A great conflict is tearing this country apart, bitterly pitting generations against each other. It’s not immigration or “Medicare for all.” It’s the fight over how much time kids can spend staring at screens.
Call it the Great Screen Time War of 2019.
And I thought I was winning the war on behalf of my three sons—until California intervened in favor of the screens.
To be a parent in 21st century America is to be whiplashed by contradictory advice. Give your children space to explore, but don’t let them out of your sight for a second—or some bystander will call the police. Teach them to mind their manners, but also train them to be “disruptors” who will shake up the world for the better. Make sure your children follow current events and participate in civic life, but shelter them from the media-dominating bigotry and vulgarity of President Trump.
But of all the double-edged directives aimed at parents, the one that most rankles me involves the internet and screens. To wit, I must keep my children away from screens to protect their health and their future; the World Health Organization just issued a highly publicized report covering screen time’s dangers, and the state of California recommends no more than 60 minutes of screen time after school. Yet, I am supposed to keep them online and in front of screens, where—also at the behest of the state—more and more of their academic work must be performed.
My wife and I have tried to square that circle with the Three Stooges, our three young sons, now ages 10, 8, and 5. During the preschool years, we all but banned TV and video watching. And we successfully discouraged the internet.
But then our oldest son hit third grade, when schoolwork and homework shift online. That’s also when the amount of work ramps up. There is one big reason for both the shifts: Third grade is when the state starts its standardized testing in public schools.
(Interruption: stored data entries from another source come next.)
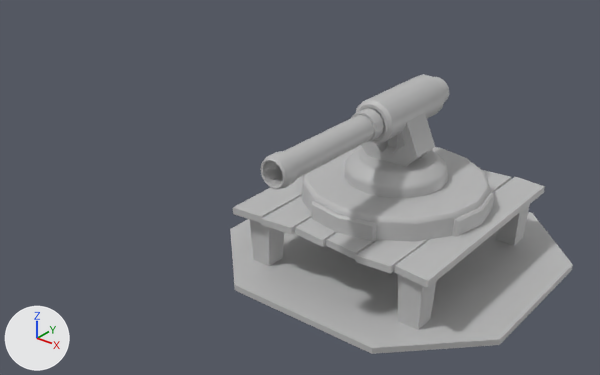
The FBX model ArtAsset/3D/Assets/Double canon/fbx/SM_Double_canon_lvl_1_TD_v1.fbx as it was, and as the next commit left it.
Rendered twice from a camera (50 mm lens) standing at (0.236, -0.39, 0.263) and looking at (-0.077, 0.001, 0.021). Lighting does not change. The marker at lower left points along +X, +Y and +Z. Where no turn or scale is listed for an object, it has been applied to the vertices.
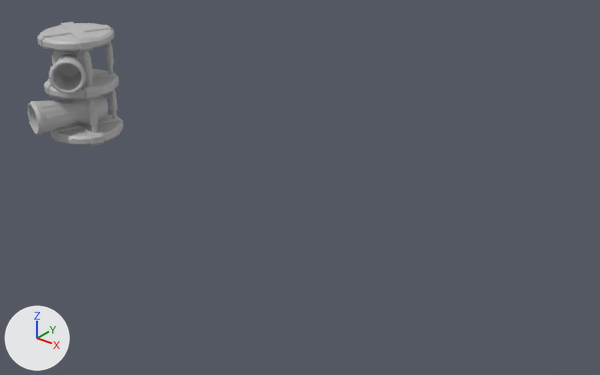
The change, as a list of edits to the scene's bpy script:
```text
Change me_mesh_015:
    used by ob_pcylinder2; parent = ob_group2; location = (0.0000203, -0.0537, -5.555)
    remove me_mesh_015.from_pydata(...)  # 43 vertices, 42 faces; spans x -0.87..0.87, y -0.84..0.84, z -0.6..0.6
    add me_mesh_015.from_pydata(...)  # 678 vertices, 682 faces; spans x -1.51..1.51, y -1.35..1.35, z -1.51..1.51
    me_mesh_015 part 1: 43 vertices removed from x -0.87..0.87, y -0.84..0.84, z -0.6..0.6; 678 vertices added at x -1.51..1.51, y -1.35..1.35, z -1.51..1.51
Change me_mesh_009:
    used by ob_pcylinder5; parent = ob_group1; location = (-0.00292, -0.506, -2.973)
    remove me_mesh_009.from_pydata(...)  # 64 vertices, 41 faces; spans x -2.05..2.05, y 6.39..10.55, z 2.55..4.49
    add me_mesh_009.from_pydata(...)  # 168 vertices, 182 faces; spans x -1.0..1.0, y -1.43..1.43, z -1.0..1.0
    me_mesh_009 part 2: 168 vertices added at x -1.0..1.0, y -1.43..1.43, z -1.0..1.0
    me_mesh_009 part 3: 64 vertices removed from x -2.05..2.05, y 6.39..10.55, z 2.55..4.49
Remove ob_pcylinder33:
    ob_pcylinder33 = bpy.data.objects.new('pCylinder33', me_mesh_010)
Remove ob_pcube26:
    ob_pcube26 = bpy.data.objects.new('pCube26', me_mesh_004)
Remove ob_pcylinder36:
    ob_pcylinder36 = bpy.data.objects.new('pCylinder36', me_mesh_013)
Remove ob_pcylinder38:
    ob_pcylinder38 = bpy.data.objects.new('pCylinder38', me_mesh_011)
Remove ob_pcube31:
    ob_pcube31 = bpy.data.objects.new('pCube31', me_mesh_007)
Change ob_pcylinder2:
    ob_pcylinder2.parent: ob_group2 -> ob_sm_double_canon_lvl_1_td_v1
    ob_pcylinder2.location: (0.0000203, -0.0537, -5.555) -> (-0.16, 2.403, 1.361)
    ob_pcylinder2.rotation_euler: (0.0, 0.0, 0.0) -> (-1.571, -0.298, 0.0)  # degrees (0, 0, 0) -> degrees (-90, -17, 0)
    ob_pcylinder2.scale: (1.0, 1.0, 1.0) -> (1.0, 2.24, 1.0)
Remove ob_pcube1:
    ob_pcube1 = bpy.data.objects.new('pCube1', me_mesh)
Remove ob_pcube28:
    ob_pcube28 = bpy.data.objects.new('pCube28', me_mesh_006)
Remove ob_pcube25:
    ob_pcube25 = bpy.data.objects.new('pCube25', me_mesh_003)
Remove ob_pcube24:
    ob_pcube24 = bpy.data.objects.new('pCube24', me_mesh_002)
Remove ob_pcube23:
    ob_pcube23 = bpy.data.objects.new('pCube23', me_mesh_001)
Remove ob_pcylinder34:
    ob_pcylinder34 = bpy.data.objects.new('pCylinder34', me_mesh_008)
Remove ob_pcylinder37:
    ob_pcylinder37 = bpy.data.objects.new('pCylinder37', me_mesh_012)
Change ob_pcylinder5:
    ob_pcylinder5.parent: ob_group1 -> ob_sm_double_canon_lvl_1_td_v1
    ob_pcylinder5.location: (-0.00292, -0.506, -2.973) -> (0.0, 8.272, 0.0)
    ob_pcylinder5.scale: (1.0, 1.0, 1.0) -> (2.87, 0.378, 2.87)
Remove ob_pcylinder35:
    ob_pcylinder35 = bpy.data.objects.new('pCylinder35', me_mesh_014)
Remove ob_pcube27:
    ob_pcube27 = bpy.data.objects.new('pCube27', me_mesh_005)
Add ob_sm_double_canon_lvl_1_td_v1:
    ob_sm_double_canon_lvl_1_td_v1 = bpy.data.objects.new('SM_Double_canon_lvl_1_TD_v1', None)
    ob_sm_double_canon_lvl_1_td_v1.location = (-0.3, 0.0, 0.00214)
    ob_sm_double_canon_lvl_1_td_v1.rotation_euler = (1.571, 0.0, 0.0)  # degrees (90, 0, 0)
    ob_sm_double_canon_lvl_1_td_v1.scale = (0.01, 0.01, 0.01)
Add ob_pcylinder4:
    ob_pcylinder4 = bpy.data.objects.new('pCylinder4', me_mesh_005_1)  # 678 vertices, 682 faces; spans x -0.0275..0.0307, y -0.0291..0.0259, z -0.0151..0.0151; in mat_lambert2 (grey #bcbcbc)
    ob_pcylinder4.location = (-0.2959, -0.012, 0.0648)
Add ob_pcylinder3:
    ob_pcylinder3 = bpy.data.objects.new('pCylinder3', me_mesh_004_1)  # 168 vertices, 182 faces; spans x -0.0287..0.0287, y -0.0287..0.0287, z -0.0054..0.0054; in mat_lambert2 (grey #bcbcbc)
    ob_pcylinder3.location = (-0.3, 0.0, 0.0462)
Add ob_pcylinder6:
    ob_pcylinder6 = bpy.data.objects.new('pCylinder6', me_mesh_002_1)  # 128 vertices, 122 faces; spans x -0.0034..0.0034, y -0.0035..0.0035, z -0.0343..0.0343; in mat_lambert2 (grey #bcbcbc)
    ob_pcylinder6.location = (-0.2908, 0.0222, 0.0469)
Add ob_pcylinder7:
    ob_pcylinder7 = bpy.data.objects.new('pCylinder7', me_mesh_006_1)  # 128 vertices, 122 faces; spans x -0.0035..0.0035, y -0.0034..0.0034, z -0.0343..0.0343; in mat_lambert2 (grey #bcbcbc)
    ob_pcylinder7.location = (-0.2778, -0.0092, 0.0469)
Add ob_pcylinder1:
    ob_pcylinder1 = bpy.data.objects.new('pCylinder1', me_mesh_1)  # 168 vertices, 182 faces; spans x -0.0287..0.0287, y -0.0287..0.0287, z -0.0054..0.0054; in mat_lambert2 (grey #bcbcbc)
    ob_pcylinder1.location = (-0.3, 0.0, 0.0075)
```

Boxes (x1, y1, x2, y2) around the edits, measured in the pictures (600 x 375 px):
'pCube31', deleted
    before: (230, 212, 573, 354)
'pCylinder34', deleted
    before: (302, 145, 494, 243)
'pCube28', deleted
    before: (394, 177, 545, 288)
'pCylinder5', reshaped, moved, rescaled
    before: (361, 109, 435, 167)
    after: (37, 22, 115, 52)
'pCylinder33', deleted
    before: (344, 142, 448, 198)
'pCube1', deleted
    before: (250, 204, 530, 330)
'pCylinder35', deleted
    before: (356, 74, 445, 144)
'pCylinder37', deleted
    before: (283, 114, 374, 179)
'pCylinder2', reshaped, moved, turned, rescaled
    before: (433, 77, 449, 102)
    after: (28, 95, 108, 135)
'pCube27', deleted
    before: (356, 170, 512, 274)
'pCube23', deleted
    before: (233, 176, 303, 223)
'pCylinder4', added
    after: (49, 50, 91, 94)
'pCylinder1', added
    after: (50, 114, 124, 146)
'pCylinder38', deleted
    before: (260, 151, 298, 189)
'pCube24', deleted
    before: (261, 196, 312, 235)
'pCylinder3', added
    after: (44, 69, 119, 100)
'pCube26', deleted
    before: (326, 167, 479, 260)
'pCube25', deleted
    before: (295, 217, 336, 247)
'pCylinder7', added
    after: (83, 51, 98, 133)
'pCylinder6', added
    after: (105, 41, 117, 119)
'pCylinder36', deleted
    before: (351, 108, 384, 143)
part 2 of me_mesh_009, added
    after: (37, 22, 115, 52)
part 3 of me_mesh_009, deleted
    before: (361, 109, 435, 167)

Since 2015 that testing, the California Assessment of Student Performance and Progress, or CAASPP, has been conducted online. If your kids are in the third through eighth grades, or in the 11th grade, they are sitting in front of screens and taking CAASPP tests this month.
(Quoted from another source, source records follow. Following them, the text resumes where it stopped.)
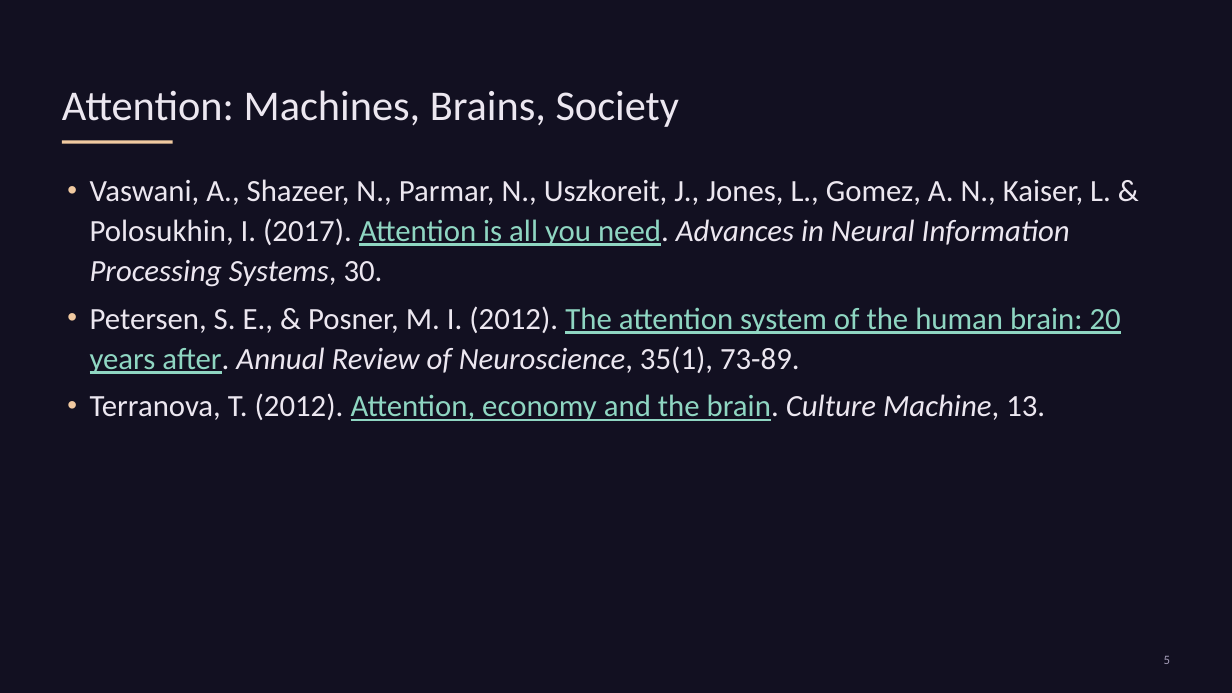
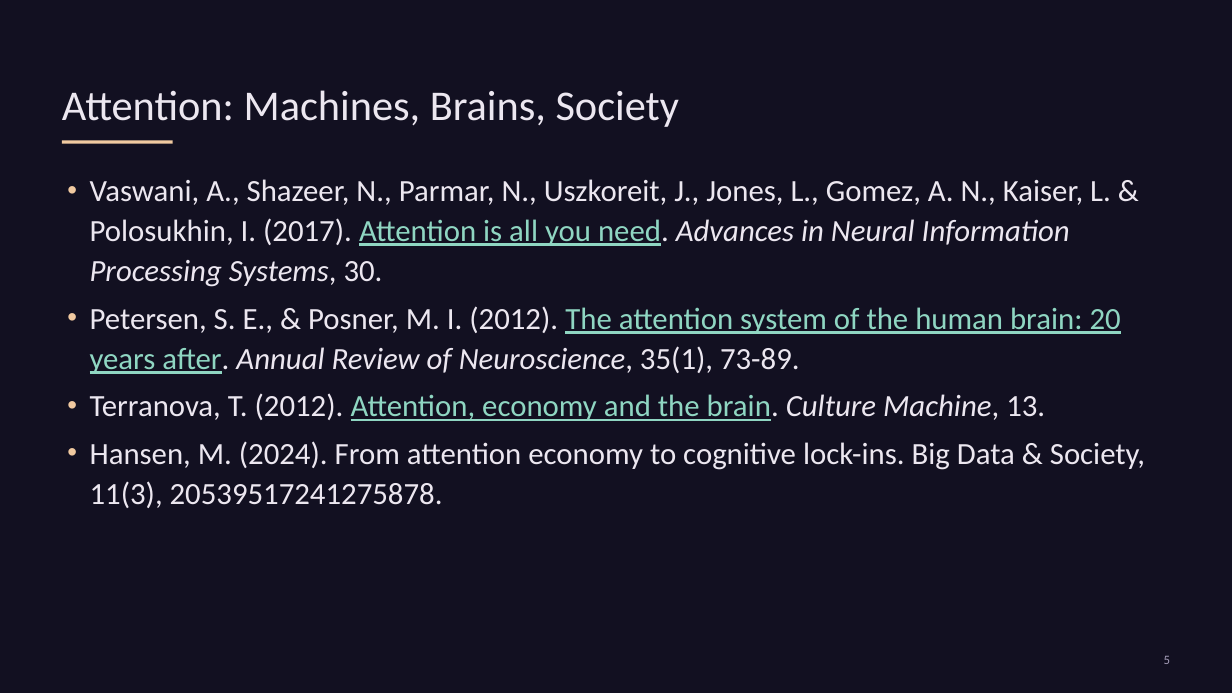
Before and after one commit to liammagee/machinespirits-content-philosophy, a slide deck: slide 5 of courses/479-fall-2026/479-lecture-4.pptx. Drawn at 1232x693 pixels with LibreOffice and Linux fonts; fonts in the diff are those of the drawing. Boxes give left, top, right and bottom in pixels: in the first picture for what was removed or moved away, otherwise in the second. Text is boxed around its words. In the diff, an @@ line names an element or a change of style, - is before the commit and + after.

```diff
--- a/courses/479-fall-2026/479-lecture-4.pptx
+++ b/courses/479-fall-2026/479-lecture-4.pptx
@@ text at box(90, 441, 1145, 508): paragraph added @@
+• Hansen, M. (2024). From attention economy to cognitive lock-ins. Big Data & Society, 11(3), 20539517241275878.
```
Also in this commit, not shown: 7 other slides changed, 3 slides added, 7 other files.

To prepare for these tests, schools and teachers—quite naturally—put more homework and classwork online.
And that is how this parent lost the screen time battle.
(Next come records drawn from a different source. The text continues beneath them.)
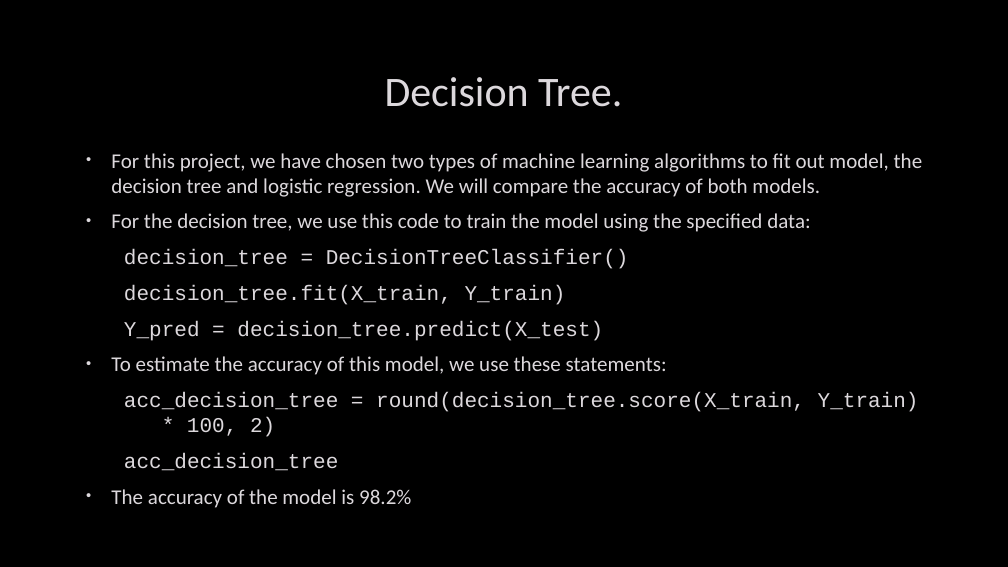
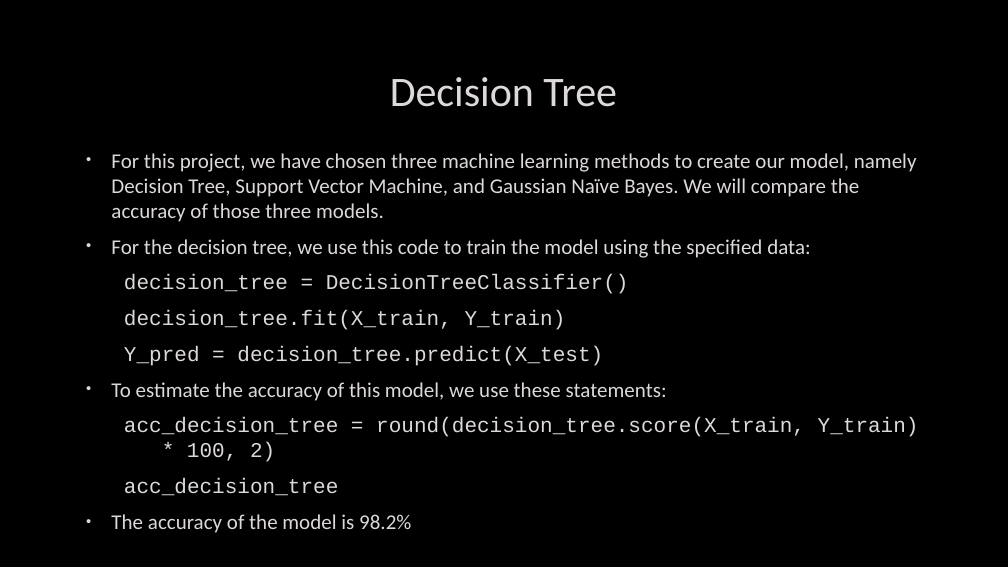
Before and after one commit to Moaaz-Mahmoud/Third-Year-Electrical-Testing-3A, a slide deck: slide 22 of class-3-data_analysis_and_ml/titanic/presentation.pptx (slide 19 before the commit). Drawn at 1008x567 pixels with LibreOffice and Linux fonts; fonts in the diff are those of the drawing; background and template pictures are left out. Boxes give left, top, right and bottom in pixels: in the first picture for what was removed or moved away, otherwise in the second. Text is boxed around its words. In the diff, an @@ line names an element or a change of style, - is before the commit and + after.

```diff
--- a/class-3-data_analysis_and_ml/titanic/presentation.pptx
+++ b/class-3-data_analysis_and_ml/titanic/presentation.pptx
@@ title at bbox=[390, 77, 617, 107]: text changed @@
-Decision Tree.
+Decision Tree
@@ text at bbox=[111, 153, 917, 222]: text changed @@
-• For this project, we have chosen two types of machine learning algorithms to fit out model, the decision tree and logistic regression. We will compare the accuracy of both models.
+• For this project, we have chosen three machine learning methods to create our model, namely Decision Tree, Support Vector Machine, and Gaussian Naïve Bayes. We will compare the accuracy of those three models.
```
Also in this commit, not shown: 5 other slides changed, 5 slides added, 39 other files.

In the early grades, we resisted getting a computer for our oldest, letting him use one of ours when necessary. But by the third grade, with the homework online, he needed his own, and so we bought a cheap Chromebook. It’s all been downhill from there.
Before the Chromebook, we had a simple, enforceable message—stay away from screens. Now, we were contradicting ourselves—“get on the computer and do your homework!” followed by, “get off the computer—too much screen time.”
On many nights, to do their homework, our two older boys are online for more than those state-recommended 60 minutes. Sometimes it’s more than that, because they are sneaky, and they drift away from homework to online games, as I had feared. What I didn’t anticipate was that they would be introduced to those games via the school.
The website of our San Gabriel Valley school district links to more than 100 different sites, services, and apps to enrich their elementary education. To be fair, these enrichment extras have been vital to my two younger sons, who rely on online tools in their Mandarin immersion program to learn the tones and stroke order of Chinese characters. Even parents benefit personally from these online offerings. I used a foreign language enrichment program provided for my kids to learn some Italian before running a conference in Rome last year.
But many of these educational offerings come from tech start-ups that have fused homework with video games. My second-grader now does spelling homework and learns typing via online games. In addition, my two older boys—and many of their friends—obsessively play a diabolical game called Prodigy, available via the district site, which mixes math problems with online fighting and the collection of different online rewards.
Unfortunately, we’re seeing warning signs of excessive screen use: The kids don’t want to go outside as much and play, bedtime has slipped later, and they don’t see friends as much as they used to. (They prefer to talk to those friends online). It is so hard to get them to stop that a majority of child-parent conflict in our household now involves Prodigy. The game was made by a Canadian company, so I’ve resorted to hoping it gets targeted for punitive tariffs.
When I complain about this to teachers, parents, and even state officials, most throw the problem back in my face. I’m told it’s my job as a parent to police screen time—just like our parents policed our TV time. But there’s a crucial difference: I wasn’t required to do my homework on TV.
I try my best. But most suggested screen time strategies involve just putting more pressure on parents to lock up computers and tablets, and to monitor their kids’ screens at all times. I’m sorry, but it’s hard enough to just enforce time limits. And I worry about my own screen time. After long work days in front of a screen, is it good for me to spend evenings and weekends staring at their screens?
This now ubiquitous problem is thick with ironies. I make sure the boys play sports, but screens are invading that world too. I’m a Little League coach, and this season I was required to keep score on an app called GameChanger. So even when I’m on the baseball diamond, I’m looking at a screen.
One expert recommended that I develop a “family media plan,” but the American Academy of Pediatrics’ tool to do that is, naturally, online.
Of course, there is no going back. Too much has been invested in educational technology, and this environmentally minded state, which is now considering a ban on paper receipts, could ban paper homework before too long.
But if screen time proves to have all the long-term effects on kids’ brains that some media researchers fear, then the difficult job of policing should not be left just to parents. Strong action from the state will be required, including changes in how the schools distribute homework, provide online enrichment, and conduct testing.